Above is an nmap scan, an "Aggressive" scan (indicated with the "-A" flag) was conducted against the target domain "scanme.nmap.org". This scan has uncovered alot of information about the remote target such as its IP Address (45.33.32.156) as well the open ports found on the respective IP Address/Domain. Within a target host, there are various services that are open in order to process information. For example, the service of file sharing (also known as FTP) is usually configured on port 21, the service of SSH, which is all about providing an encrypted remote access to a server or a computer is usually configured on port 22. So for every port, there is a respective service, which has software of some sort, that runs on that port. 

Above, we found the following:

PORT 22, which is SSH and the software version running on this port is OpenSSH 6.6.1p1 Ubuntu

PORT 80, which is HTTP and the software version running on this port is Apache httpd 2.4.7 (Ubuntu Web Server)

As well as other ports which would need more extensive research.
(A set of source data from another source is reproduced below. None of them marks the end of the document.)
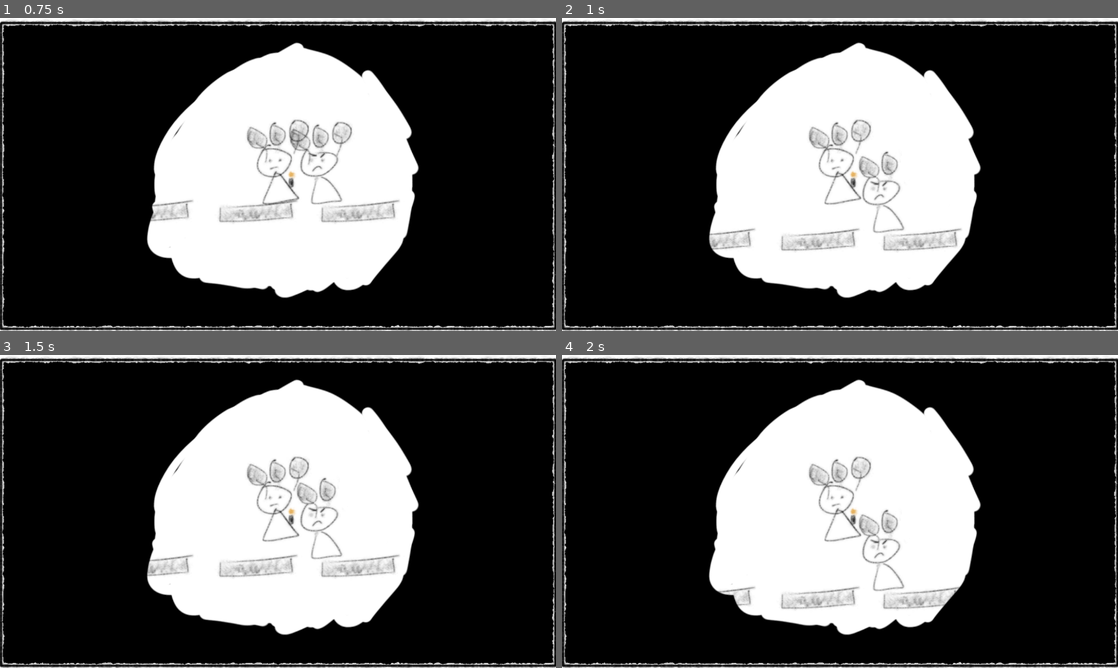
Above: before the commit, frames 1-4 (two rows, left to right).
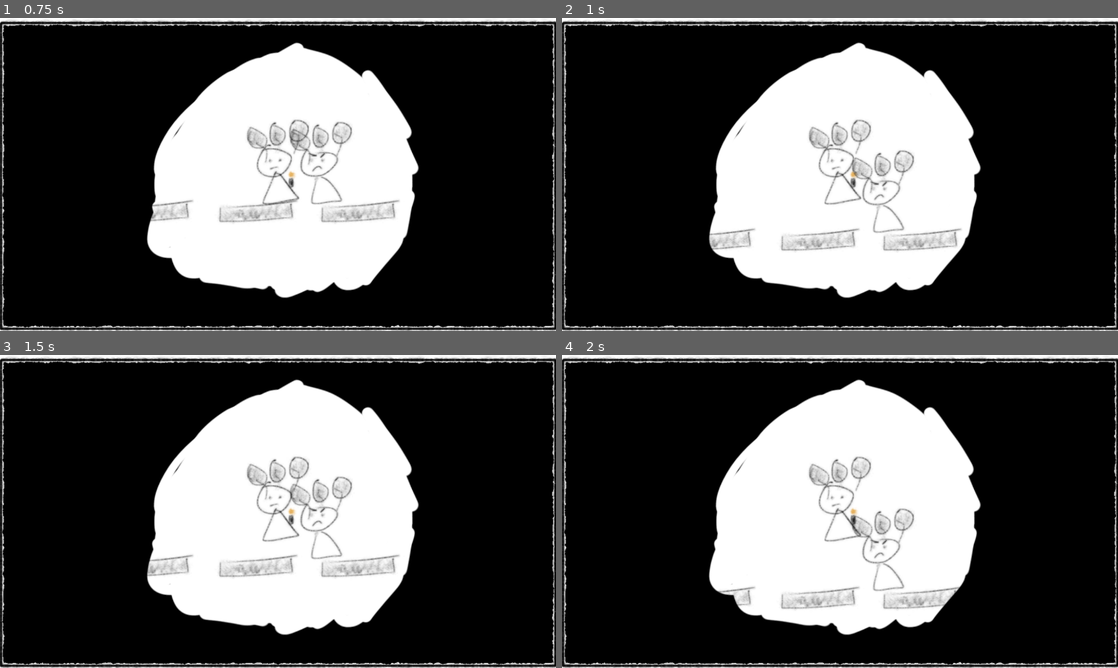
Above: after the commit, the same moments.

Repository: jdcalvelli/prototype-studio-prompt-8
Game: Godot game, scene res://scenes/game_scene.tscn
Same seed, same stepped clock (60 frames per second), same inputs: the game is played once before the commit and once after it.
Inputs:
- Up to frame 1 (0.75 s): hold D (right) from 0.53 s (still down)
- Up to frame 2 (1 s): keep holding D (right); tap Space (jump) at 0.77 s
- Up to frame 3 (1.5 s): keep holding D (right)
- Up to frame 4 (2 s): keep holding D (right); tap Space (jump) at 1.52 s

Frame 1 is identical in both runs. In frame 2, 0.6% of the frame differs, in the area x 52-64%, y 42-56%; in frame 3, 0.6%, in the area x 52-64%, y 38-53%; in frame 4, 0.6%.

Commit message:
fixing balloon popping on not platform or enemy

Diff:
--- a/prefabs/balloons.tscn
+++ b/prefabs/balloons.tscn
@@ -23,7 +23,7 @@
 }]
 
 [sub_resource type="RectangleShape2D" id="RectangleShape2D_rxypr"]
-size = Vector2(139, 32)
+size = Vector2(139, 10)
 
 [node name="Balloons" type="Area2D"]
 position = Vector2(0, -87)
@@ -33,5 +33,5 @@
 sprite_frames = SubResource("SpriteFrames_2hepl")
 
 [node name="CollisionShape2D" type="CollisionShape2D" parent="."]
-position = Vector2(0.5, -29)
+position = Vector2(0.5, -40)
 shape = SubResource("RectangleShape2D_rxypr")
--- a/scripts/Player.gd
+++ b/scripts/Player.gd
@@ -43,7 +43,7 @@
 	move_and_slide()
 
 	# scene swap based on velocity
-	if velocity.y > 5000 && $Balloons.numBalloons == 0:
+	if velocity.y > 3000 && $Balloons.numBalloons == 0:
 		GameManager.SwitchScene("end")
 	elif velocity.y > 5000:
 		GameManager.SwitchScene("end")
--- a/scripts/balloons.gd
+++ b/scripts/balloons.gd
@@ -7,9 +7,10 @@
 	self.body_entered.connect(_on_balloon_entered)
 
 func _on_balloon_entered(body:Node2D):
-	numBalloons -= 1
-	# print(numBalloons)
-	# change sprite to be one with less balloons
-	$AnimatedSprite2D.frame = numBalloons - 1
+	if body.name == "Enemy" || body.name.contains("Platform"):
+		numBalloons -= 1
+		# print(numBalloons)
+		# change sprite to be one with less balloons
+		$AnimatedSprite2D.frame = numBalloons - 1
 	if numBalloons == 0:
 		visible = false

Already from this Nmap scan, we have enumerated the open ports, the services running on those ports and the versions running on these ports, and even the operating system of the web server. This information can be VERY useful as a hacker can search for vulnerabilities within these services, exploit the vulnerabilities and gain remote access to the host or to the network. Aside from performing recon on a local network, you can also conduct recon on a remote network. 

The NSE scripts can perform more advanced reconnaissance, automate brute-force attacks, detect CVEs, detect Web-Application Firewalls that blocks malicious network traffic to and from the web server the firewall is protecting and many other useful tasks. Nmap has proven itself within the security industry, from malicious attackers, security researchers, system administrators, network engineers and ethical hackers to be a tool that provides effectiveness and accuracy in terms of its auditing and its fingerprinting of systems and networks. This posts has outlined the basics of the functionalities of nmap. In future posts, I will show off on how the NSE scripts can detect vulnerabilities, automate brute-force attacks and other useful reconnaissance techniques.